* PROBLEM STATEMENT
What is needed is an exact repetition of the lines below, from the first one through the one holding "narrow_radius = narrow_slot_width / 2", with no pictures and nothing else.

BEGIN MATERIAL SHOWN

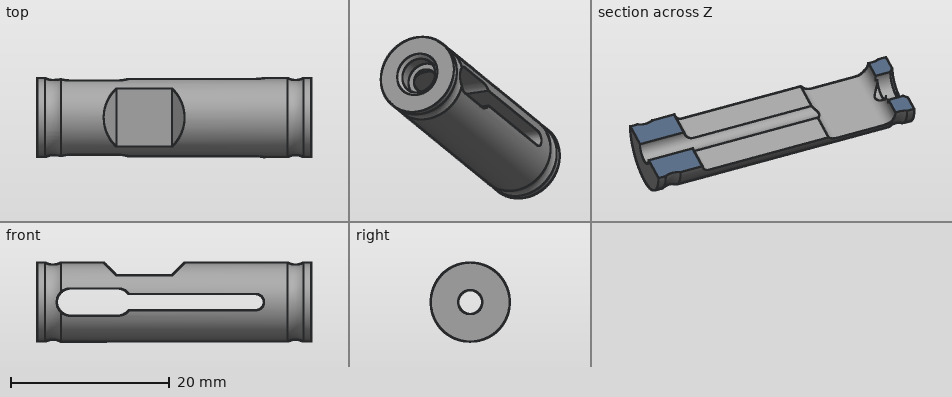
import cadquery as cq
import math

full_turn = 360
axis_start = (0, 0, 0)
axis_end = (1, 0, 0)

body_length = 34.6
body_diameter = 10.0
body_radius = body_diameter / 2

groove_offset = 1.0
groove_width = 2.0
groove_depth = 0.25

bore_diameter = 3.0
counterbore_diameter = 4.5
counterbore_depth = 2.5
counterbore_chamfer = 0.5

wide_slot_start = 2.5
wide_slot_width = 3.4
wide_slot_length = 9.4
narrow_slot_width = 2.0
slot_end_margin = 6.0
slot_end = body_length - slot_end_margin

flat_start = 10.0
flat_length = 7.0
flat_depth = 1.6


def make_body():
    """Turned cylinder profile with an arc groove at both ends."""
    groove_floor = body_radius - groove_depth
    left_groove = groove_offset
    right_groove = body_length - groove_offset - groove_width
    outline = cq.Workplane("XY").lineTo(0, body_radius)
    for start in (left_groove, right_groove):
        outline = outline.lineTo(start, body_radius).threePointArc(
            (start + groove_width / 2, groove_floor),
            (start + groove_width, body_radius),
        )
    outline = outline.lineTo(body_length, body_radius).lineTo(body_length, 0).close()
    return outline.revolve(full_turn, axis_start, axis_end)


def make_bore():
    """Stepped bore along X: chamfer, counterbore, then the through hole."""
    bore_radius = bore_diameter / 2
    counterbore_radius = counterbore_diameter / 2
    outline = (
        cq.Workplane("XY")
        .lineTo(0, counterbore_radius + counterbore_chamfer)
        .lineTo(counterbore_chamfer, counterbore_radius)
        .lineTo(counterbore_depth, counterbore_radius)
        .lineTo(counterbore_depth, bore_radius)
        .lineTo(body_length, bore_radius)
        .lineTo(body_length, 0)
        .close()
    )
    return outline.revolve(full_turn, axis_start, axis_end)


def make_slot():
    """Wide round-ended slot running into a narrower one with a round end."""
    wide_radius = wide_slot_width / 2
    narrow_radius = narrow_slot_width / 2
    wide_end = wide_slot_start + wide_slot_length
    left_center = wide_slot_start + wide_radius
    right_center = wide_end - wide_radius
    junction = right_center + math.sqrt(wide_radius**2 - narrow_radius**2)
    arc_middle_angle = (math.pi / 2 + math.asin(narrow_radius / wide_radius)) / 2
    arc_middle_x = right_center + wide_radius * math.cos(arc_middle_angle)
    arc_middle_z = wide_radius * math.sin(arc_middle_angle)
    narrow_center = slot_end - narrow_radius
    return (
        cq.Workplane("XZ")
        .moveTo(left_center, wide_radius)
        .lineTo(right_center, wide_radius)
        .threePointArc((arc_middle_x, arc_middle_z), (junction, narrow_radius))
        .lineTo(narrow_center, narrow_radius)
        .threePointArc((slot_end, 0), (narrow_center, -narrow_radius))
        .lineTo(junction, -narrow_radius)
        .threePointArc((arc_middle_x, -arc_middle_z), (right_center, -wide_radius))
        .lineTo(left_center, -wide_radius)
        .threePointArc((wide_slot_start, 0), (left_center, wide_radius))
        .close()
        .extrude(body_radius, both=True)
    )


def make_top_flat():
    """Trapezoidal notch across the top; each ramp is as long as it is deep."""
    flat_end = flat_start + flat_length
    flat_height = body_radius - flat_depth
    return (
        cq.Workplane("XZ")
        .moveTo(flat_start, flat_height)
        .lineTo(flat_end, flat_height)
        .lineTo(flat_end + flat_depth, body_radius)
        .lineTo(flat_start - flat_depth, body_radius)
        .close()
        .extrude(body_radius, both=True)
    )


result = make_body().cut(make_bore()).cut(make_slot()).cut(make_top_flat())

END MATERIAL SHOWN

* THE ANSWER
import cadquery as cq
import math

full_turn = 360
axis_start = (0, 0, 0)
axis_end = (1, 0, 0)

body_length = 34.6
body_diameter = 10.0
body_radius = body_diameter / 2

groove_offset = 1.0
groove_width = 2.0
groove_depth = 0.25

bore_diameter = 3.0
counterbore_diameter = 4.5
counterbore_depth = 2.5
counterbore_chamfer = 0.5

wide_slot_start = 2.5
wide_slot_width = 3.4
wide_slot_length = 9.4
narrow_slot_width = 2.0
slot_end_margin = 6.0
slot_end = body_length - slot_end_margin

flat_start = 10.0
flat_length = 7.0
flat_depth = 1.6


def make_body():
    """Turned cylinder profile with an arc groove at both ends."""
    groove_floor = body_radius - groove_depth
    left_groove = groove_offset
    right_groove = body_length - groove_offset - groove_width
    outline = cq.Workplane("XY").lineTo(0, body_radius)
    for start in (left_groove, right_groove):
        outline = outline.lineTo(start, body_radius).threePointArc(
            (start + groove_width / 2, groove_floor),
            (start + groove_width, body_radius),
        )
    outline = outline.lineTo(body_length, body_radius).lineTo(body_length, 0).close()
    return outline.revolve(full_turn, axis_start, axis_end)


def make_bore():
    """Stepped bore along X: chamfer, counterbore, then the through hole."""
    bore_radius = bore_diameter / 2
    counterbore_radius = counterbore_diameter / 2
    outline = (
        cq.Workplane("XY")
        .lineTo(0, counterbore_radius + counterbore_chamfer)
        .lineTo(counterbore_chamfer, counterbore_radius)
        .lineTo(counterbore_depth, counterbore_radius)
        .lineTo(counterbore_depth, bore_radius)
        .lineTo(body_length, bore_radius)
        .lineTo(body_length, 0)
        .close()
    )
    return outline.revolve(full_turn, axis_start, axis_end)


def make_slot():
    """Wide round-ended slot running into a narrower one with a round end."""
    wide_radius = wide_slot_width / 2
    narrow_radius = narrow_slot_width / 2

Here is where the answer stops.